I guess the relationships piece is just a giant part of kind of the antidote to this, and to keeping that strength that we need to engage. Because again, I mean, we have an assumption on the podcast that political engagement is the right thing to do. We should do it, especially when it feels bad. It’s probably a signal that it’s really important.
Christopher: Yeah, absolutely, and I’m very pro-political engagement. And one thing that I did see mental health professionals recommend online is engagement as a way of dealing with these feelings of depression.
And I think there’s something to it. I mean, I think everyone has to decide for themselves, but engaging can give you a sense of control. It can also give you some hope. You know, I just mentioned, like, I had to stop consuming news and I sort of went to this push notification news diet, which is not great, but that’s what I was doing for a while because that’s what capacity I had. But I slowly got back into my regular news consumption, and at some point I said, I want to go to a rally. Like, that’s what I can do. I can just show up and be counted.

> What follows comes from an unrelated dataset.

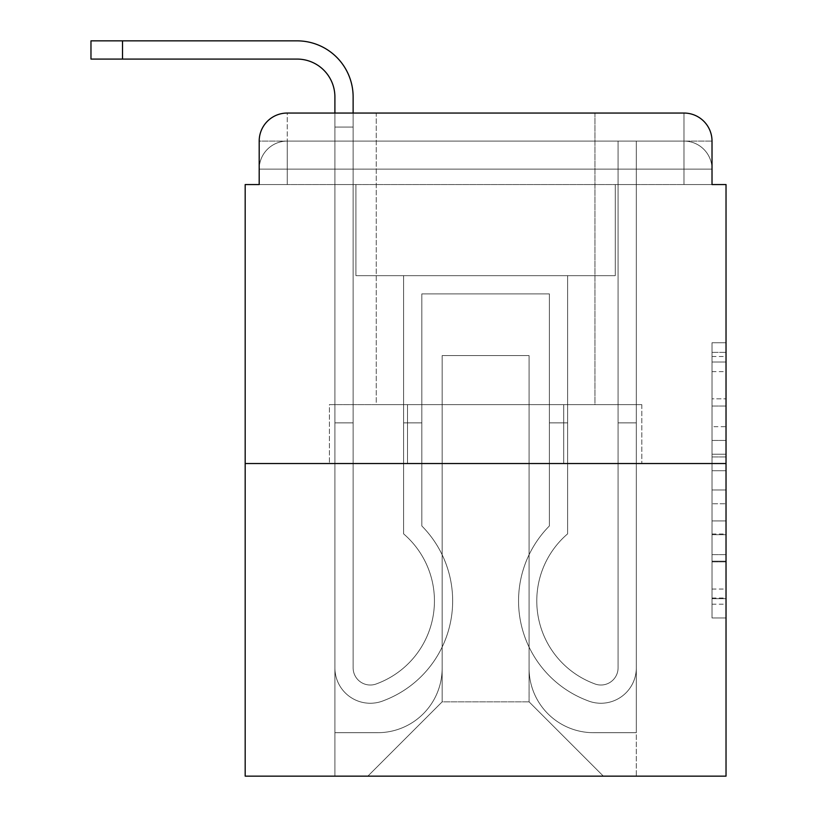 <?xml version="1.0" encoding="UTF-8"?>
<svg xmlns="http://www.w3.org/2000/svg" width="817" height="817" viewBox="0 0 817 817"><rect width="100%" height="100%" fill="white"/><g stroke="black" fill="none" stroke-linecap="round" stroke-linejoin="round"><path stroke-width="0.61" stroke-dasharray="4.08 3.06" d="M712.016 426.678L712.016 470.715L726.027 470.715L726.027 604.192L726.027 356.498L726.027 470.715L712.016 470.715L712.016 352.372L712.016 617.958L712.016 342.742L712.016 598.687L726.027 598.687L712.016 598.687L726.027 598.687L712.016 598.687L712.016 554.651L712.016 617.958L726.027 617.958L726.027 342.742L726.027 598.003L726.027 489.975L712.016 489.975L726.027 489.975L726.027 554.651L726.027 362.002L712.016 362.002L726.027 362.002L726.027 617.958L726.027 356.498L726.027 617.958L712.016 617.958L712.016 342.742L726.027 342.742L726.027 356.498L726.027 342.742L726.027 356.498L726.027 342.742L726.027 352.372L726.027 342.742L712.016 342.742L712.016 362.002L726.027 362.002L712.016 362.002L712.016 426.678L726.027 426.678M287.237 184.55L259.193 184.55L259.193 169.129L683.972 169.129L259.193 169.129L287.237 169.129L287.237 141.086L683.972 141.086L287.237 141.086L683.972 141.086L683.972 169.129L712.016 169.129L683.972 169.129L683.972 141.086L683.972 169.129L712.016 169.129L683.972 169.129L712.016 169.129L683.972 169.129L712.016 169.129L683.972 169.129L712.016 169.129L683.972 169.129L683.972 141.086L683.972 169.129L683.972 141.086L683.972 169.129L683.972 141.086L683.972 169.129L683.972 141.086L712.016 141.086L287.237 141.086L683.972 141.086L287.237 141.086L683.972 141.086L683.972 184.55L259.193 184.55L259.193 169.129L287.237 169.129L287.237 141.086L259.193 141.086A28.033 28.033 0 0 1 287.237 113.052L683.972 113.052L287.237 113.052A28.033 28.033 0 0 0 259.193 141.086L287.237 141.086A28.033 28.033 0 0 0 259.193 169.129L287.237 169.129L259.193 169.129L287.237 169.129L259.193 169.129L259.193 184.55L259.193 169.129L259.193 184.55L245.182 184.55L245.182 776.15L726.027 776.15L726.027 184.55L712.016 184.55L712.016 141.086A28.033 28.033 0 0 0 683.972 113.052A28.033 28.033 0 0 1 712.016 141.086L712.016 184.55L259.193 184.55L259.193 141.086L259.193 184.55L712.016 184.55L683.972 184.55L712.016 184.55L683.972 184.55L712.016 184.55L683.972 184.55L712.016 184.55L683.972 184.55L712.016 184.55L683.972 184.55L683.972 113.052A28.033 28.033 0 0 1 712.016 141.086A28.033 28.033 0 0 0 683.972 113.052L683.972 141.086A28.033 28.033 0 0 1 712.016 169.129A28.033 28.033 0 0 0 683.972 141.086A28.033 28.033 0 0 1 712.016 169.129A28.033 28.033 0 0 0 683.972 141.086A28.033 28.033 0 0 1 712.016 169.129L712.016 184.55L683.972 184.55L683.972 169.129L683.972 184.55L683.972 169.129L683.972 184.55L683.972 169.129L683.972 184.55L683.972 169.129L683.972 184.55L683.972 169.129L683.972 184.55L287.237 184.55L287.237 169.129L259.193 169.129L287.237 169.129L287.237 141.086A28.033 28.033 0 0 0 259.193 169.129A28.033 28.033 0 0 1 287.237 141.086A28.033 28.033 0 0 0 259.193 169.129A28.033 28.033 0 0 1 287.237 141.086L287.237 184.55L287.237 141.086L287.237 184.55L287.237 141.086L287.237 184.55L287.237 169.129L287.237 184.55L287.237 169.129L287.237 184.55L287.237 169.129L287.237 184.55L259.193 184.55L287.237 184.55M594.95 113.052L594.95 404.64L376.259 404.64L594.95 404.64L376.259 404.64L376.259 113.052L594.95 113.052L376.259 113.052L594.95 113.052L376.259 113.052L594.95 113.052L594.95 404.64L376.259 404.64L376.259 113.052M726.027 454.201L726.027 440.445L726.027 454.201L712.016 454.201L712.016 398.819L712.016 561.882L712.016 520.94L726.027 520.94L712.016 520.94L712.016 617.958L726.027 617.958L712.016 617.958L726.027 617.958L712.016 617.958L712.016 342.742L726.027 342.742L712.016 342.742L726.027 342.742L712.016 342.742L712.016 454.201L726.027 454.201M245.182 463.525L726.027 463.525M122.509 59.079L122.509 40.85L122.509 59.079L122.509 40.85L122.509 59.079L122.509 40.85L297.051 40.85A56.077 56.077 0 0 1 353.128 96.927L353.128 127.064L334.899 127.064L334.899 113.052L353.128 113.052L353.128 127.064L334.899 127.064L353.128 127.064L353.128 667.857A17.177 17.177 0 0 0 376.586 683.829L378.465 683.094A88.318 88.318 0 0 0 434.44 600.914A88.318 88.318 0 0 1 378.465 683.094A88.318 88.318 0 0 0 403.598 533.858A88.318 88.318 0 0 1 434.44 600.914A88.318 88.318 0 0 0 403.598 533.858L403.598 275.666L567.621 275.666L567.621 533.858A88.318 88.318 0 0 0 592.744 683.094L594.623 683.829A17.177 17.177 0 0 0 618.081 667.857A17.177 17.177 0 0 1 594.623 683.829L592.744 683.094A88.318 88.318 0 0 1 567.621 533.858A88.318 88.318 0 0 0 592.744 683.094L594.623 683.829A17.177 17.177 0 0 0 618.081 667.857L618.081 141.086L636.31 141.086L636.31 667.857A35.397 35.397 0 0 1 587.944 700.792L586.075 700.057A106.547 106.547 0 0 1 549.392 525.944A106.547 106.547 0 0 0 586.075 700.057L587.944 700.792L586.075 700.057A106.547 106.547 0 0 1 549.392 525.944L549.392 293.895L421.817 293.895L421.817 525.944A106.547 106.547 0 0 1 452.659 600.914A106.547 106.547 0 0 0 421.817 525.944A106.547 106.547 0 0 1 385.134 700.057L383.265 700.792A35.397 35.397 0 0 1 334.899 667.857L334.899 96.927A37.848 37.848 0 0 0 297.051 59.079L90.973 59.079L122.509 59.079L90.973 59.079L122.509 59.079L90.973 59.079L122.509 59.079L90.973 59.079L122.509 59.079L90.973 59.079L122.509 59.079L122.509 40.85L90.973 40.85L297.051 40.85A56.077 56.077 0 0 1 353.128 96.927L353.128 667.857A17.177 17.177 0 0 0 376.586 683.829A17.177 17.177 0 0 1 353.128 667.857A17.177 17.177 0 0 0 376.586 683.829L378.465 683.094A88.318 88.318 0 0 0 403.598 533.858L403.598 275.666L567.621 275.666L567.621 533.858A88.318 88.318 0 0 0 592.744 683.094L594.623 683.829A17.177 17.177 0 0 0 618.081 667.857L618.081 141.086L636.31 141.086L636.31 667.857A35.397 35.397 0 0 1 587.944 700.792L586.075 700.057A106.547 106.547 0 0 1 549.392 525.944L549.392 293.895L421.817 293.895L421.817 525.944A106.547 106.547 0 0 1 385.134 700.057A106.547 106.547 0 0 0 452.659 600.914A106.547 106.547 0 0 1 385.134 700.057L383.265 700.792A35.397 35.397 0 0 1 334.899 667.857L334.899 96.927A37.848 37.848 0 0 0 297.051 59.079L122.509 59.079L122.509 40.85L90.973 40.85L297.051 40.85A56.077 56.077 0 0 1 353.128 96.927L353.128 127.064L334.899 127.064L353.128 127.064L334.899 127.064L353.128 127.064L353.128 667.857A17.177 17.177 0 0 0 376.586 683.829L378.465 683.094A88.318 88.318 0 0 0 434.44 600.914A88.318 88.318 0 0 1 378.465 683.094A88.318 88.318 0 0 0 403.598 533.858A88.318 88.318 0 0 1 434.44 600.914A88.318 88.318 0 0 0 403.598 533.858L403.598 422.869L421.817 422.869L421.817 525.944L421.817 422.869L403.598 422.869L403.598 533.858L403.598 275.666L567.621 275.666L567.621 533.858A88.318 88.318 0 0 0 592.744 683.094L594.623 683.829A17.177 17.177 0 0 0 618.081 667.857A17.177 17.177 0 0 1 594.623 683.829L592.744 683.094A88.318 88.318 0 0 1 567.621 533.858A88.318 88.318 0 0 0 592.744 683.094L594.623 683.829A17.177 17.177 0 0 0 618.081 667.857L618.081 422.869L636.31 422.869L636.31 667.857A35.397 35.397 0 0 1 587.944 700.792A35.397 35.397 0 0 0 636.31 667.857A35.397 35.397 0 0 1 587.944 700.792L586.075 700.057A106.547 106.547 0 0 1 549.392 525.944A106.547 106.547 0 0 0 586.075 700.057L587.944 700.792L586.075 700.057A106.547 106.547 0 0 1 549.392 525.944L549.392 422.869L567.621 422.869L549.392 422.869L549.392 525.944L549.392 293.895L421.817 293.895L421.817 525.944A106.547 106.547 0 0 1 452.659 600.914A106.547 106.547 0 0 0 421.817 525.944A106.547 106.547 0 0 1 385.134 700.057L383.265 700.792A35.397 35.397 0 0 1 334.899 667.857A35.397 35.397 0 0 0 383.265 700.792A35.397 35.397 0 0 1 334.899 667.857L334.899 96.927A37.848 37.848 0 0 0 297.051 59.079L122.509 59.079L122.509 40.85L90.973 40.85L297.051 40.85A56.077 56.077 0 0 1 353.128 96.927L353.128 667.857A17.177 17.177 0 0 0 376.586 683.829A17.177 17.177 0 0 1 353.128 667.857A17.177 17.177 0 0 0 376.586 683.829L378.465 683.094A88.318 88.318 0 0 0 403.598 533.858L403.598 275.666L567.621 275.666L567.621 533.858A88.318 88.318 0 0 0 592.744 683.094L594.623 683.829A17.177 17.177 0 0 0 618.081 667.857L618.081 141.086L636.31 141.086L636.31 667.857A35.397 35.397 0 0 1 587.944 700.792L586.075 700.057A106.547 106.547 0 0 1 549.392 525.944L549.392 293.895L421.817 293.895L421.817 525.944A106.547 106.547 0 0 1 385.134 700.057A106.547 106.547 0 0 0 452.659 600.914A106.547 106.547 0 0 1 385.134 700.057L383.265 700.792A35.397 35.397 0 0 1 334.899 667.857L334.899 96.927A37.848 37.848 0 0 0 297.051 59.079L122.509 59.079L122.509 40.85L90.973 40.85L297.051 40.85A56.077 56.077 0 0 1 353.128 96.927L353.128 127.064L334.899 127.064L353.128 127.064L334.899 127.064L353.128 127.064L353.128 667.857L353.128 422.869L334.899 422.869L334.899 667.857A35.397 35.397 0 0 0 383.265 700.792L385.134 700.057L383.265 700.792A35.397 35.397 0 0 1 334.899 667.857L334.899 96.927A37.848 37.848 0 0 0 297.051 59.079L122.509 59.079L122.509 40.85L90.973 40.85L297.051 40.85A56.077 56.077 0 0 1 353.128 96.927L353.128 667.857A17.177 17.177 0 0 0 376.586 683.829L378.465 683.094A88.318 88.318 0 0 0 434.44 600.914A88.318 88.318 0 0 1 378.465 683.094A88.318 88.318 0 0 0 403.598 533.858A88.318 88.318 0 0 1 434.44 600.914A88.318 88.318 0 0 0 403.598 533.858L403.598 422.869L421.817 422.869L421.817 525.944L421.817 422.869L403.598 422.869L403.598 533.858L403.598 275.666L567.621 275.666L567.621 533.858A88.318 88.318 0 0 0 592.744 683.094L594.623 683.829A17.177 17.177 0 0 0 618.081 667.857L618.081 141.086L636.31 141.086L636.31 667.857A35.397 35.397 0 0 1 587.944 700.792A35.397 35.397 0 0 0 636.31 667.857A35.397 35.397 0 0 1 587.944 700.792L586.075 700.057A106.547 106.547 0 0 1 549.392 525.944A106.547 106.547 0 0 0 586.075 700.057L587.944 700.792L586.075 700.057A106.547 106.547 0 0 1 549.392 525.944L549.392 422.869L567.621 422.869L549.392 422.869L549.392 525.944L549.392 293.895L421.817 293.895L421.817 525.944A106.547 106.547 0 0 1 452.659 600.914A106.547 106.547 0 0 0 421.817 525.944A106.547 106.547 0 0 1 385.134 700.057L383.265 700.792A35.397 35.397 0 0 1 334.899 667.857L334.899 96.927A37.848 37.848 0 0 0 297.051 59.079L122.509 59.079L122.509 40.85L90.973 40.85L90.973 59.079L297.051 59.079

So I went to a rally for science. It was held at city hall in San Francisco. And I showed up and I found that just going there—I went alone, but going there and just seeing all the people who were there saying like, we think science is important and we want to continue to see the federal government support science in all of its different agencies. It gave me a sense of hope. It was like, oh, other people care about this. Other people are trying to do something. And that was empowering.
And so I do think you have to decide what’s right for yourself. Maybe a sort of short respite from participation is what you need. But maybe a little bit more participation is what you need. Maybe less news consumption, and more engagement, where you’re connected to other people, you’re physically doing something with other people. You’re volunteering, you’re making calls, you’re at the rally, and you’re not just sitting scrolling on your phone or watching TV on your couch by yourself, and that can be the way you feel like you are making a difference. You’re having a little bit of control over what’s going on.
Lindsay: I love that. That’s a great place to end. Christopher Ojeda, author of The Sad Citizen, out June 11th. Thanks for being with us on Talking Policy.
Christopher: Thank you so much for having me, Lindsay. This was great.